Source records
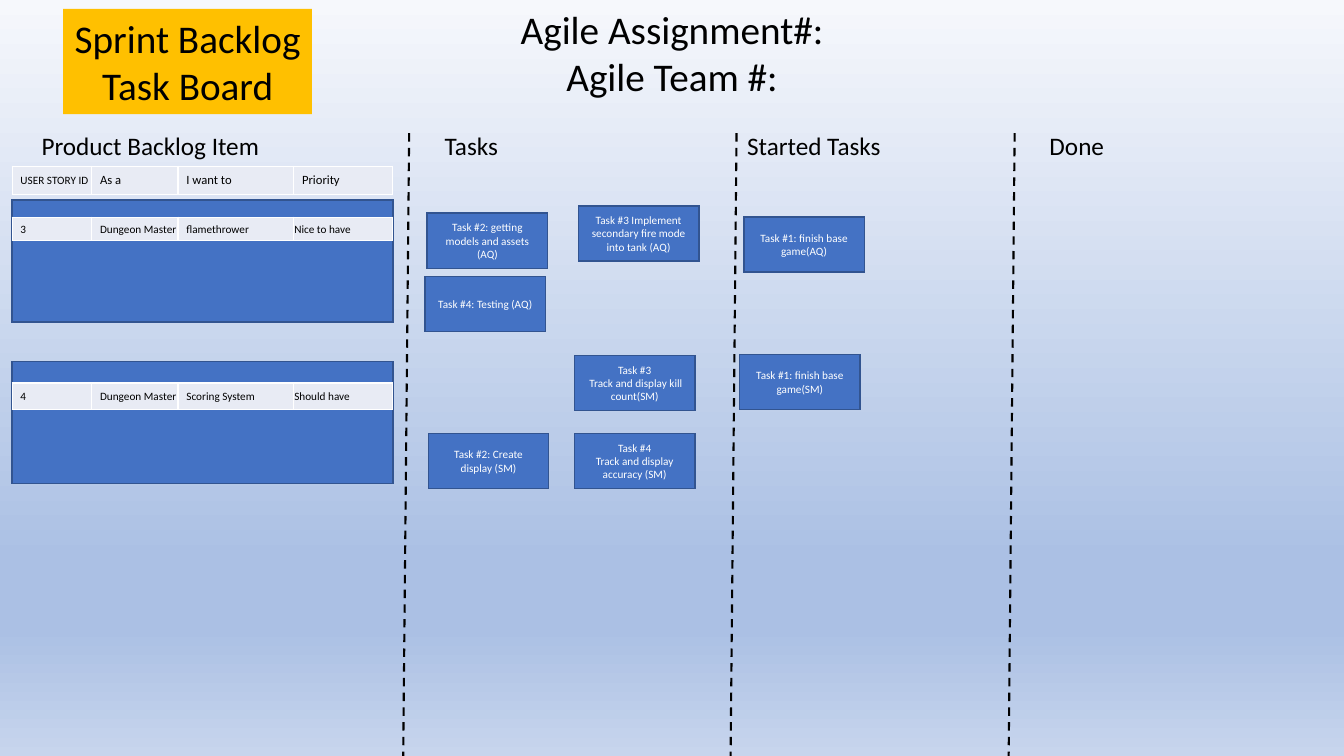
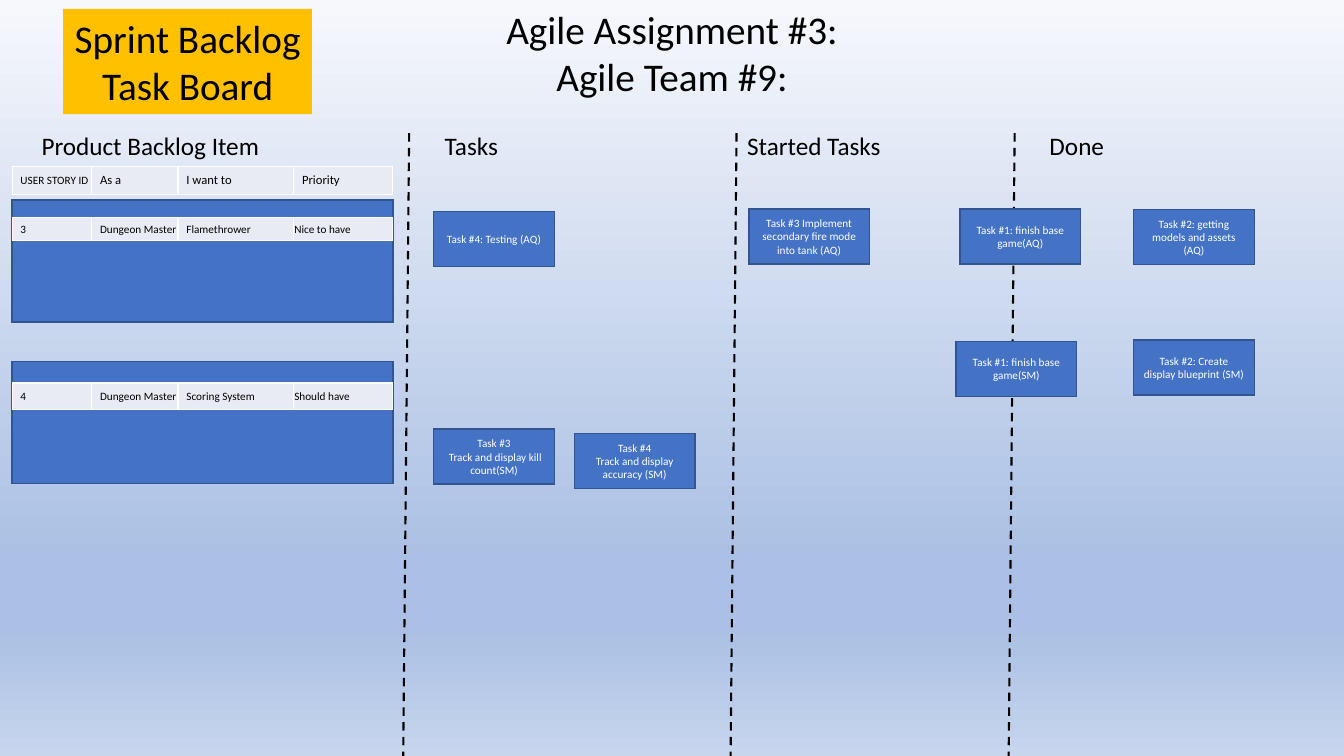
Before and after one commit to seanamassa/ToonTank, a slide deck: slide 2 of sprint_task_board_toontank.pptx. Drawn at 1344x756 pixels with LibreOffice and Linux fonts; fonts in the diff are those of the drawing. Boxes give left, top, right and bottom in pixels: in the first picture for what was removed or moved away, otherwise in the second. Text is boxed around its words. In the diff, an @@ line names an element or a change of style, - is before the commit and + after.

```diff
--- a/sprint_task_board_toontank.pptx
+++ b/sprint_task_board_toontank.pptx
@@ text at [506, 16, 838, 98]: text changed @@
-Agile Assignment#:
-Agile Team #:
+Agile Assignment #3:
+Agile Team #9:
@@ rectangle "Task #3 Implement secondary fire ...": place and size @@
-rectangle "Task #3 Implement secondary fire ..." at [579, 206, 700, 261]
+rectangle "Task #3 Implement secondary fire ..." at [749, 209, 870, 264]
@@ rectangle "Task #1: finish base game(AQ)": place and size @@
-rectangle "Task #1: finish base game(AQ)" at [744, 217, 865, 272]
+rectangle "Task #1: finish base game(AQ)" at [960, 209, 1081, 264]
@@ table at [12, 218, 393, 241] @@
-row 1, column 3: flamethrower
+row 1, column 3: Flamethrower
@@ rectangle "Task #4: Testing (AQ)": place and size @@
-rectangle "Task #4: Testing (AQ)" at [425, 276, 546, 332]
+rectangle "Task #4: Testing (AQ)" at [434, 212, 555, 267]
@@ rectangle "Task #2: getting models and ...": place and size @@
-rectangle "Task #2: getting models and ..." at [427, 214, 548, 269]
+rectangle "Task #2: getting models and ..." at [1134, 210, 1255, 265]
@@ rectangle "Task #1: finish base game(SM)": place and size @@
-rectangle "Task #1: finish base game(SM)" at [740, 355, 861, 410]
+rectangle "Task #1: finish base game(SM)" at [957, 342, 1078, 397]
@@ rectangle "Task #2: Create display blueprint ...": place and size @@
-rectangle "Task #2: Create display blueprint ..." at [429, 434, 549, 489]
+rectangle "Task #2: Create display blueprint ..." at [1134, 340, 1255, 395]
@@ text in rectangle at [1144, 357, 1244, 380]: text changed @@
-Task #2: Create display (SM)
+Task #2: Create display blueprint (SM)
@@ rectangle "Task #3": place and size @@
-rectangle "Task #3" at [575, 356, 696, 411]
+rectangle "Task #3" at [434, 430, 555, 485]
```
Also in this commit, not shown: 1 other slide changed.

### [EXERCISE REQUIREMENTS]
Except for the pictures, write the data out exactly.

### [ANSWER FOR THIS EXERCISE]
Before and after one commit to seanamassa/ToonTank, a slide deck: slide 2 of sprint_task_board_toontank.pptx. Drawn at 1344x756 pixels with LibreOffice and Linux fonts; fonts in the diff are those of the drawing. Boxes give left, top, right and bottom in pixels: in the first picture for what was removed or moved away, otherwise in the second. Text is boxed around its words. In the diff, an @@ line names an element or a change of style, - is before the commit and + after.

```diff
--- a/sprint_task_board_toontank.pptx
+++ b/sprint_task_board_toontank.pptx
@@ text at [506, 16, 838, 98]: text changed @@
-Agile Assignment#:
-Agile Team #:
+Agile Assignment #3:
+Agile Team #9:
@@ rectangle "Task #3 Implement secondary fire ...": place and size @@
-rectangle "Task #3 Implement secondary fire ..." at [579, 206, 700, 261]
+rectangle "Task #3 Implement secondary fire ..." at [749, 209, 870, 264]
@@ rectangle "Task #1: finish base game(AQ)": place and size @@
-rectangle "Task #1: finish base game(AQ)" at [744, 217, 865, 272]
+rectangle "Task #1: finish base game(AQ)" at [960, 209, 1081, 264]
@@ table at [12, 218, 393, 241] @@
-row 1, column 3: flamethrower
+row 1, column 3: Flamethrower
@@ rectangle "Task #4: Testing (AQ)": place and size @@
-rectangle "Task #4: Testing (AQ)" at [425, 276, 546, 332]
+rectangle "Task #4: Testing (AQ)" at [434, 212, 555, 267]
@@ rectangle "Task #2: getting models and ...": place and size @@
-rectangle "Task #2: getting models and ..." at [427, 214, 548, 269]
+rectangle "Task #2: getting models and ..." at [1134, 210, 1255, 265]
@@ rectangle "Task #1: finish base game(SM)": place and size @@
-rectangle "Task #1: finish base game(SM)" at [740, 355, 861, 410]
+rectangle "Task #1: finish base game(SM)" at [957, 342, 1078, 397]
@@ rectangle "Task #2: Create display blueprint ...": place and size @@
-rectangle "Task #2: Create display blueprint ..." at [429, 434, 549, 489]
+rectangle "Task #2: Create display blueprint ..." at [1134, 340, 1255, 395]
@@ text in rectangle at [1144, 357, 1244, 380]: text changed @@
-Task #2: Create display (SM)
+Task #2: Create display blueprint (SM)
@@ rectangle "Task #3": place and size @@
-rectangle "Task #3" at [575, 356, 696, 411]
+rectangle "Task #3" at [434, 430, 555, 485]
```
Also in this commit, not shown: 1 other slide changed.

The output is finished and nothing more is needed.